Weekly OnCall Rotation
Oncall: RJ, Jenya (rongjian@harmony.one, jenya@harmony.one)
Duration: 10/11 08:30am - 10/18 08:30pm
Summary
-
MultiSig service is not stable and keeps going down. Mostly a simple restart bring back the service up. Root cause is being investigated and fixed by Jenya and Jack. Mostly related to aws instances and more profiling is needed.
-
Migrated Multisig Postgres database from local docker to AWS cloud. It fixed the CPU issue and now the API is stable.
-
Multisig indexers behind for 24 hours of data. Tracing RPC is slow and we only index 20 blocks (40 seconds of data) in ~25 seconds now. When I try to fire more requests, RPC starts to return an empty response or disconnect by timeout. Hence currently the latest actions are not visible on the UI.
-
API and indexers located in different docker containers, so it will be easy to separate them. Not urgent as indexers consume very small amount of CPU/RAM
-
Soph updated all validator node S1/S2/S3 disks to 500GB, now all are at 50% disk space usage. For S0, some of them are reaching 80% but nothing much we can do there since those are attached disk (not EBS)
-
Auto-resolved:
Details
10/12
- MultiSig Backend ( https://multisig.t.hmny.io/api/v1/about/ ). It was down for 59 minutes and 19 seconds. PagerDuty - out of resource: need access to grant more resource
- Disk out of space: PagerDuty
- Beacon out of sync (auto-resolved): PagerDuty
10/13
- the cpu usage rate of the mainnet service node is abnormal
- beacon out of sync
10/14
-
Average UnHealthyHostCount GreaterThanOrEqualToThreshold 1.0 PagerDuty
-
Monitor is DOWN: explorer-api1 ( http://api1.explorer.t.hmny.io:3000/v0/shard/0/block/number/0 ) PagerDuty
- Runbook: GitBook
- Aws instance is down and restarted by Leo.

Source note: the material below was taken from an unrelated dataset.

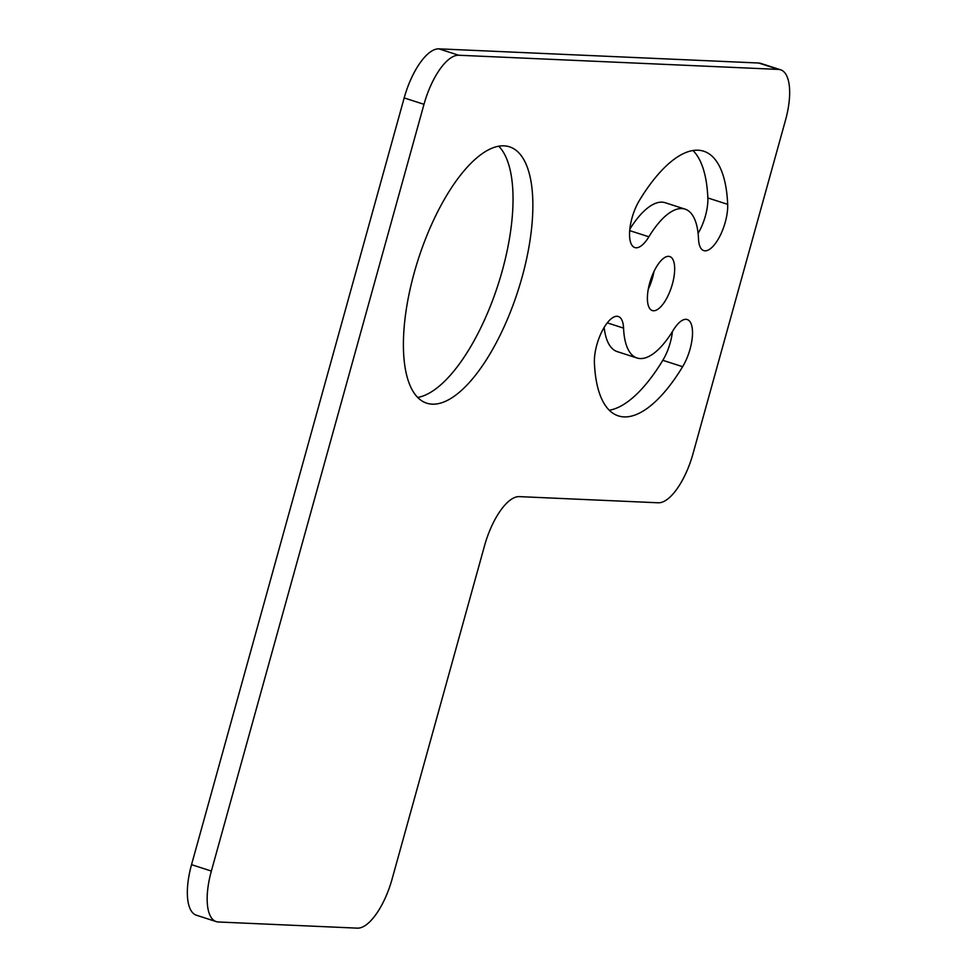 <?xml version="1.0" encoding="UTF-8"?>
<svg xmlns="http://www.w3.org/2000/svg" width="977" height="977" viewBox="0 0 977 977"><rect width="100%" height="100%" fill="white"/><g stroke="black" fill="none" stroke-linecap="round" stroke-linejoin="round"><path stroke-width="1.47" d="M758.653 63.017A52.135 20.248 -72.1 0 1 760.79 63.395L780.599 69.794A52.135 20.248 107.9 0 0 778.474 69.416L758.653 63.017L438.893 48.85A52.135 20.248 -72.1 0 0 404.173 97.932L191.541 864.669A52.135 20.248 -72.1 0 0 196.401 915.217L216.21 921.604A52.135 20.248 107.9 0 0 218.347 921.983L357.374 928.15A52.135 20.248 107.9 0 0 392.095 879.068L484.543 545.703A52.135 20.248 -72.1 0 1 519.263 496.621L658.29 502.789A52.135 20.248 107.9 0 0 693.011 453.707L785.459 120.342A52.135 20.248 107.9 0 0 780.599 69.794M498.722 146.171A134.692 52.306 -72.1 0 1 502.19 271.008A134.692 52.306 -72.1 0 1 417.729 397.444M653.967 271.533A28.37 11.016 -72.1 0 1 652.563 277.676A28.37 11.016 -72.1 0 1 648.276 289.192M629.835 229.155A78.209 30.372 -72.1 0 1 665.215 202.727L685.024 209.115A78.209 30.372 -72.1 0 1 698.518 238.999A30.421 11.809 -72.1 0 0 703.758 250.613A30.421 11.809 -72.1 0 0 719.744 236.41A30.421 11.809 -72.1 0 0 727.67 204.34A139.039 53.991 -72.1 0 0 703.696 151.215A139.039 53.991 -72.1 0 0 639.422 200.419A30.421 11.809 -72.1 0 0 629.786 229.607A30.421 11.809 -72.1 0 0 634.818 247.56A30.421 11.809 -72.1 0 0 648.875 236.8A78.209 30.372 -72.1 0 1 685.024 209.115M692.986 150.507A139.039 53.991 -72.1 0 1 707.849 197.952A30.421 11.809 -72.1 0 1 698.091 233.32M672.42 331.569A30.421 11.809 -72.1 0 1 662.821 360.305L682.642 366.693A30.421 11.809 -72.1 0 0 692.278 337.505A30.421 11.809 -72.1 0 0 687.246 319.552A30.421 11.809 -72.1 0 0 673.19 330.311A78.209 30.372 -72.1 0 1 637.041 357.997L617.22 351.61A78.209 30.372 -72.1 0 1 604.165 327.405M662.821 360.305A139.039 53.991 -72.1 0 1 609.269 410.218M778.474 69.416L458.714 55.237A52.135 20.248 107.9 0 0 423.994 104.319L211.362 871.057A52.135 20.248 107.9 0 0 216.21 921.604M414.26 272.62A134.692 52.306 -72.1 0 1 509.457 146.806A134.692 52.306 -72.1 0 1 522.011 277.395A134.692 52.306 -72.1 0 1 426.815 403.208A134.692 52.306 -72.1 0 1 414.26 272.62M637.041 357.997A78.209 30.372 -72.1 0 1 623.558 328.113A30.421 11.809 -72.1 0 0 618.307 316.499A30.421 11.809 -72.1 0 0 602.32 330.702A30.421 11.809 -72.1 0 0 594.407 362.772A139.039 53.991 -72.1 0 0 618.38 415.897A139.039 53.991 -72.1 0 0 682.642 366.693M649.681 283.049A28.37 11.016 -72.1 0 1 669.733 256.548A28.37 11.016 -72.1 0 1 672.384 284.063A28.37 11.016 -72.1 0 1 652.331 310.564A28.37 11.016 -72.1 0 1 649.681 283.049M211.362 871.057L191.541 864.669M423.994 104.319L404.173 97.932M458.714 55.237L438.893 48.85M607.267 322.862L623.558 328.113M629.701 230.609L648.875 236.8M707.849 197.952L727.67 204.34"/></g></svg>

- EIP was added and required an update of the devops host file, this file is encrypted with ansible-vault and vaultpass wasn’t enable
- Until soph came online to update the host file and restart the instance
-
Monitor is DOWN: explorer-api1-WebSocket PagerDuty
- Api1 ws and and https are linked, see above
-
the cpu usage rate of the mainnet service node is abnormal PagerDuty
10/15
- MultiSig Backend ( https://multisig.t.hmny.io/api/v1/about/) PagerDuty
- Quote Jack “So, we managed to get it back up and running, but few things left to do - the healthcheck is not able to sense that the service is actually up (still says failed, don’t kill it please!), probably due to missing docker IP to instance IP mapping - the docker container startup script needs to be registered as a new service bigger picture-wise, we need to… - either commit more resources to take care of our services like these - or outsource them to like a Gnosis partner”
- Node Memory Usage Rate Alert - the memory usage rate of the mainnet shard3 node is abnormal PagerDuty
10/16
- Insufficient sign power of Shard1! - mainnet
- A few beacon out of sync issues that got auto-resolved.
10/17
- Soph updated all validator node S1/S2/S3 disks to 500GB, now all are at 50% disk space usage. For S0, some of them are reaching 80% but nothing much we can do there since those are attached disk (not EBS)
- Multi-sig server down: PagerDuty
- Node Disk Space Alert - the free space of the mainnet shard2 node abnormal
- A few beacon out of sync issues that got auto-resolved.
10/18
- Tons of Average UnHealthyHostCount GreaterThanOrEqualToThreshold 1.0 (a few every hour) that gets auto-resolved.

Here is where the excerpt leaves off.